Robin, running power to the coil will work, but it will end up causing the coil to fail quicker than it should. Voltage is lowered once the engine starts. Also, what you described just doesn't make sense to me. By powering the coil directly wouldn't allow power to the starter. We need to do a little digging on this one.

First, I'm looking through the old manufacturer's schematics. They are a nightmare to follow. However, now I think I'm understanding why power is back-feeding when you supply power to the coil. It is sending power back to the ignition switch.

Here is my issue. I'm not seeing the wire colors you mentioned. I did find the yellow and need to know where you are checking it. There is a connector at the bottom of the steering column that may have failed or corroded. See pic 1 below.

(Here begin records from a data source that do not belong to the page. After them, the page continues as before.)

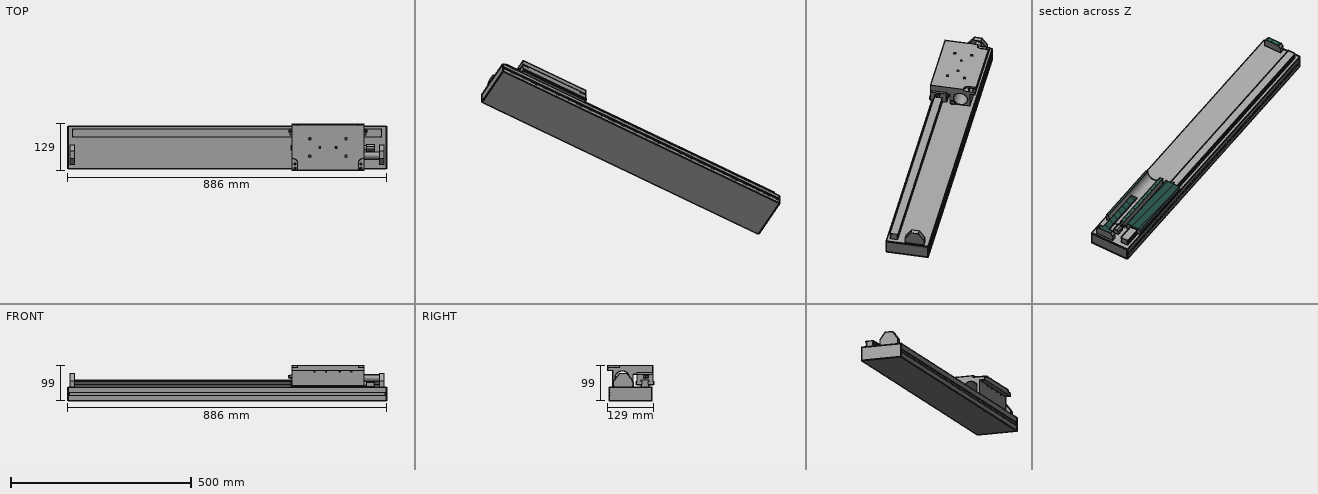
import cadquery as cq

BASE_LENGTH = 886.0
BASE_WIDTH = 120.0
BASE_HEIGHT = 40.0
BASE_CHAMFER = 1.3
END_CAP_THICKNESS = 3.0
END_CAP_INSET = 2.0
SLOT_WIDTH = 8.0
SLOT_DEPTH = 3.5
SLOT_END_WALL = 3.0

RAIL_START = 14.0
RAIL_LENGTH = 856.0
RAIL_Y = 40.0
RAIL_HEIGHT = 19.0
RAIL_HEAD_HALF = 11.5
RAIL_WAIST_HALF = 9.0
RAIL_FOOT_HALF = 11.0
RAIL_HEAD_LOWER = 16.0
RAIL_WAIST_UPPER = 13.0
RAIL_WAIST_LOWER = 8.0
RAIL_FOOT_HEIGHT = 5.0

BRACKET_THICKNESS = 13.0
BRACKET_INSET = 6.0
RIGHT_BRACKET_INSET = 8.0
BRACKET_WIDTH = 53.0
BRACKET_TOP_WIDTH = 21.0
BRACKET_HEIGHT = 37.0
BRACKET_SHOULDER = 16.0
BRACKET_Y = -20.0
ROD_DIAMETER = 19.5
ROD_Y = -23.0
ROD_Z = 64.0

RUNNER_WIDTH = 45.0
RUNNER_BOTTOM = 45.0
RUNNER_END_LENGTH = 18.0
LUG_WIDTH = 50.0
LUG_BOTTOM = 47.0
LUG_HEIGHT = 7.0
NIPPLE_Z = 68.0
NIPPLE_DIAMETER = 10.0
NIPPLE_LENGTH = 5.0
NIPPLE_TIP_DIAMETER = 6.65
NIPPLE_TIP_LENGTH = 11.0

CARRIAGE_START = 622.0
CARRIAGE_LENGTH = 200.0
CARRIAGE_END = CARRIAGE_START + CARRIAGE_LENGTH
CARRIAGE_MID = CARRIAGE_START + CARRIAGE_LENGTH / 2
CARRIAGE_TOP = 99.0
PLATE_FRONT = -64.0
PLATE_BACK = 62.0
OVERHANG_BOTTOM = 85.0
HOUSING_FRONT = -50.0
HOUSING_BACK = 7.0
HOUSING_BOTTOM = 42.5
LEDGE_BOTTOM = 74.0
SEAT_EDGE = RAIL_Y - RUNNER_WIDTH / 2
SEAT_HEIGHT = 80.0
BORE_DIAMETER = 40.0

SCREW_HOLE_DIAMETER = 6.65
PLATE_HOLE_DEPTH = 12.0
SCREW_SPACING_X = 100.0
SCREW_SPACING_Y = 48.0
DOWEL_HOLE_DIAMETER = 5.0
DOWEL_SPACING = 45.0

CORNER_WIDTH = 16.0
CORNER_LENGTH = 33.0
CORNER_DEPTH = 5.0
CORNER_RADIUS = 12.0
CORNER_HOLE_DIAMETER = 5.05
CORNER_HOLE_INSET = 9.0
CORNER_HOLE_OFFSETS = (6.0, 18.0)
CORNER_HOLE_DEPTH = 9.0

SIDE_HOLE_DIAMETER = 3.3
SIDE_HOLE_DEPTH = 3.5
SIDE_HOLE_Z = 82.0
SIDE_HOLE_PAIR_SPACING = 32.0
SIDE_HOLE_PAIR_STARTS = (685.0, 755.0)

PLUG_Y = -1.0
COLLAR_Z = 48.0
COLLAR_DIAMETER = 12.0
COLLAR_LENGTH = 6.0
PLUG_BOTTOM = 41.0
PLUG_WIDTH = 17.0
PLUG_HEIGHT = 15.0
PLUG_LENGTH = 22.0
PLUG_CHAMFER = 4.0
CAP_LENGTH = 3.0


def block(x_range, y_range, z_range):
    """Box given by its lower and upper limit along each axis."""
    (x0, x1), (y0, y1), (z0, z1) = x_range, y_range, z_range
    return cq.Workplane("XY").box(x1 - x0, y1 - y0, z1 - z0, centered=False).translate((x0, y0, z0))


def rod_along_x(x_start, length, diameter, y, z):
    """Round bar along X; a negative length runs toward -X."""
    return cq.Workplane("YZ", origin=(x_start, y, z)).circle(diameter / 2).extrude(length)


def make_base():
    """Profile with a slot in each side, stepped in a little at both ends."""
    half_width = BASE_WIDTH / 2
    profile_x = (END_CAP_THICKNESS, BASE_LENGTH - END_CAP_THICKNESS)
    profile = block(profile_x, (-half_width, half_width), (0, BASE_HEIGHT)).edges("|X").chamfer(BASE_CHAMFER)
    cap_half_width = half_width - END_CAP_INSET
    cap_z = (END_CAP_INSET, BASE_HEIGHT - END_CAP_INSET)
    base = profile.union(block((0, BASE_LENGTH), (-cap_half_width, cap_half_width), cap_z))

    slot_x = (profile_x[0] + SLOT_END_WALL, profile_x[1] - SLOT_END_WALL)
    slot_z = ((BASE_HEIGHT - SLOT_WIDTH) / 2, (BASE_HEIGHT + SLOT_WIDTH) / 2)
    front_slot = block(slot_x, (-half_width, -half_width + SLOT_DEPTH), slot_z)
    return base.cut(front_slot).cut(front_slot.mirror("XZ"))


def make_rail():
    right_side = [
        (RAIL_FOOT_HALF, 0),
        (RAIL_FOOT_HALF, RAIL_FOOT_HEIGHT),
        (RAIL_WAIST_HALF, RAIL_WAIST_LOWER),
        (RAIL_WAIST_HALF, RAIL_WAIST_UPPER),
        (RAIL_HEAD_HALF, RAIL_HEAD_LOWER),
        (RAIL_HEAD_HALF, RAIL_HEIGHT),
    ]
    left_side = [(-y, z) for y, z in reversed(right_side)]
    profile = cq.Workplane("YZ", origin=(RAIL_START, RAIL_Y, BASE_HEIGHT))
    return profile.polyline(right_side + left_side).close().extrude(RAIL_LENGTH)


def make_bracket(x_start):
    half_width = BRACKET_WIDTH / 2
    half_top = BRACKET_TOP_WIDTH / 2
    outline = [
        (-half_width, 0),
        (half_width, 0),
        (half_width, BRACKET_SHOULDER),
        (half_top, BRACKET_HEIGHT),
        (-half_top, BRACKET_HEIGHT),
        (-half_width, BRACKET_SHOULDER),
    ]
    plane = cq.Workplane("YZ", origin=(x_start, BRACKET_Y, BASE_HEIGHT))
    return plane.polyline(outline).close().extrude(BRACKET_THICKNESS)


def make_rod_bracket():
    """Right bracket with the rod that reaches halfway into the motor bore."""
    x_start = BASE_LENGTH - RIGHT_BRACKET_INSET - BRACKET_THICKNESS
    rod = rod_along_x(x_start, CARRIAGE_MID - x_start, ROD_DIAMETER, ROD_Y, ROD_Z)
    return make_bracket(x_start).union(rod)


def make_nipple(x_face, direction):
    """Grease nipple: a straight body along X with a tip turned 45 degrees toward +Y."""
    body = rod_along_x(x_face, direction * NIPPLE_LENGTH, NIPPLE_DIAMETER, RAIL_Y, NIPPLE_Z)
    tip_plane = cq.Plane(origin=(x_face, RAIL_Y, NIPPLE_Z), xDir=(0, 0, 1), normal=(direction, 1, 0))
    tip = cq.Workplane(tip_plane).circle(NIPPLE_TIP_DIAMETER / 2).extrude(NIPPLE_TIP_LENGTH)
    return body.union(tip)


def make_runner(rail):
    """Runner with low end caps, side lugs and a grease nipple at each end."""
    x_range = (CARRIAGE_START, CARRIAGE_END)
    steel_x = (CARRIAGE_START + RUNNER_END_LENGTH, CARRIAGE_END - RUNNER_END_LENGTH)
    y_range = (RAIL_Y - RUNNER_WIDTH / 2, RAIL_Y + RUNNER_WIDTH / 2)
    lug_y = (RAIL_Y - LUG_WIDTH / 2, RAIL_Y + LUG_WIDTH / 2)
    runner = block(x_range, y_range, (RUNNER_BOTTOM, LEDGE_BOTTOM))
    runner = runner.union(block(steel_x, y_range, (RUNNER_BOTTOM, SEAT_HEIGHT)))
    runner = runner.union(block(x_range, lug_y, (LUG_BOTTOM, LUG_BOTTOM + LUG_HEIGHT)))
    for x_face, direction in ((CARRIAGE_START, -1), (CARRIAGE_END, 1)):
        runner = runner.union(make_nipple(x_face, direction))
    return runner.cut(rail)


def carriage_body():
    """Plate and housing in one extruded section, bored along X for the rod."""
    section = [
        (PLATE_FRONT, CARRIAGE_TOP),
        (PLATE_FRONT, OVERHANG_BOTTOM),
        (HOUSING_FRONT, OVERHANG_BOTTOM),
        (HOUSING_FRONT, HOUSING_BOTTOM),
        (HOUSING_BACK, HOUSING_BOTTOM),
        (HOUSING_BACK, LEDGE_BOTTOM),
        (SEAT_EDGE, LEDGE_BOTTOM),
        (SEAT_EDGE, SEAT_HEIGHT),
        (PLATE_BACK, SEAT_HEIGHT),
        (PLATE_BACK, CARRIAGE_TOP),
    ]
    body = cq.Workplane("YZ", origin=(CARRIAGE_START, 0, 0)).polyline(section).close().extrude(CARRIAGE_LENGTH)
    return body.cut(rod_along_x(CARRIAGE_START, CARRIAGE_LENGTH, BORE_DIAMETER, ROD_Y, ROD_Z))


def drill_plate(body):
    """Four mounting screw holes and two dowel holes in the plate top."""
    top = cq.Workplane("XY", origin=(CARRIAGE_MID, 0, CARRIAGE_TOP))
    screws = top.rect(SCREW_SPACING_X, SCREW_SPACING_Y, forConstruction=True).vertices()
    dowels = top.pushPoints([(-DOWEL_SPACING / 2, 0), (DOWEL_SPACING / 2, 0)])
    body = body.cut(screws.circle(SCREW_HOLE_DIAMETER / 2).extrude(-PLATE_HOLE_DEPTH))
    return body.cut(dowels.circle(DOWEL_HOLE_DIAMETER / 2).extrude(-PLATE_HOLE_DEPTH))


def cut_corner(body, x_edge, inward):
    """Recess with a rounded inner corner and two holes at one front corner of the plate."""
    floor = CARRIAGE_TOP - CORNER_DEPTH
    x_limits = sorted((x_edge, x_edge + inward * CORNER_WIDTH))
    recess = block(x_limits, (PLATE_FRONT, PLATE_FRONT + CORNER_LENGTH), (floor, CARRIAGE_TOP))
    inner_side = ">X" if inward > 0 else "<X"
    recess = recess.edges("|Z").edges(">Y").edges(inner_side).fillet(CORNER_RADIUS)
    hole_x = x_edge + inward * CORNER_HOLE_INSET
    points = [(hole_x, PLATE_FRONT + offset) for offset in CORNER_HOLE_OFFSETS]
    holes = cq.Workplane("XY", origin=(0, 0, floor)).pushPoints(points).circle(CORNER_HOLE_DIAMETER / 2)
    return body.cut(recess).cut(holes.extrude(-CORNER_HOLE_DEPTH))


def drill_side(body):
    """Two pairs of holes in the housing front, just below the overhang."""
    points = []
    for start in SIDE_HOLE_PAIR_STARTS:
        points += [(start, SIDE_HOLE_Z), (start + SIDE_HOLE_PAIR_SPACING, SIDE_HOLE_Z)]
    face = cq.Workplane("XZ", origin=(0, HOUSING_FRONT, 0)).pushPoints(points)
    return body.cut(face.circle(SIDE_HOLE_DIAMETER / 2).extrude(-SIDE_HOLE_DEPTH))


def add_plug(body):
    """Round collar and chamfered plug on the right end, with a flat round cap on the left end."""
    collar = rod_along_x(CARRIAGE_END, COLLAR_LENGTH, COLLAR_DIAMETER, PLUG_Y, COLLAR_Z)
    plug_start = CARRIAGE_END + COLLAR_LENGTH
    plug = block(
        (plug_start, plug_start + PLUG_LENGTH),
        (PLUG_Y - PLUG_WIDTH / 2, PLUG_Y + PLUG_WIDTH / 2),
        (PLUG_BOTTOM, PLUG_BOTTOM + PLUG_HEIGHT),
    )
    plug = plug.faces(">Z").edges("|X").chamfer(PLUG_CHAMFER)
    cap = rod_along_x(CARRIAGE_START, -CAP_LENGTH, COLLAR_DIAMETER, PLUG_Y, COLLAR_Z)
    return body.union(collar).union(plug).union(cap)


def make_carriage():
    carriage = drill_side(drill_plate(carriage_body()))
    carriage = cut_corner(carriage, CARRIAGE_START, 1)
    carriage = cut_corner(carriage, CARRIAGE_END, -1)
    return add_plug(carriage)


base = make_base()
rail = make_rail()
runner = make_runner(rail)
carriage = make_carriage()
left_bracket = make_bracket(BRACKET_INSET)
rod_bracket = make_rod_bracket()

result = cq.Compound.makeCompound(
    [
        base.val(),
        rail.val(),
        runner.val(),
        carriage.val(),
        left_bracket.val(),
        rod_bracket.val(),
    ]
)

Is that where you are checking power or right at the switch?

Next, I attached pics of the schematic that I'm reading. Take a look at it and let me know if the wire colors match what you have. Keep in mind, they may have faded. I highlighted the power supply to the starter relay.

I also highlighted the splice (pic 2) where I feel the problem may be located. These splices would turn green with corrosion and fail. But all the times I've dealt with them, it would crank but not start due to no power to the coil and no spark, so I'm questioning it as the issue at the same time. LOL

However, that is where I need you to start. Disconnect the negative terminal on the battery. Then, locate the splice in the engine wiring harness. See pic 4 for location. It should be a dark blue wire.

Do this and let me know what you find or if you have questions.

Take care,

Joe

See pics below. You know, the more I think about this, the more I'm thinking that is the problem area. I love these old square-body Dakotas. We need to get this one running.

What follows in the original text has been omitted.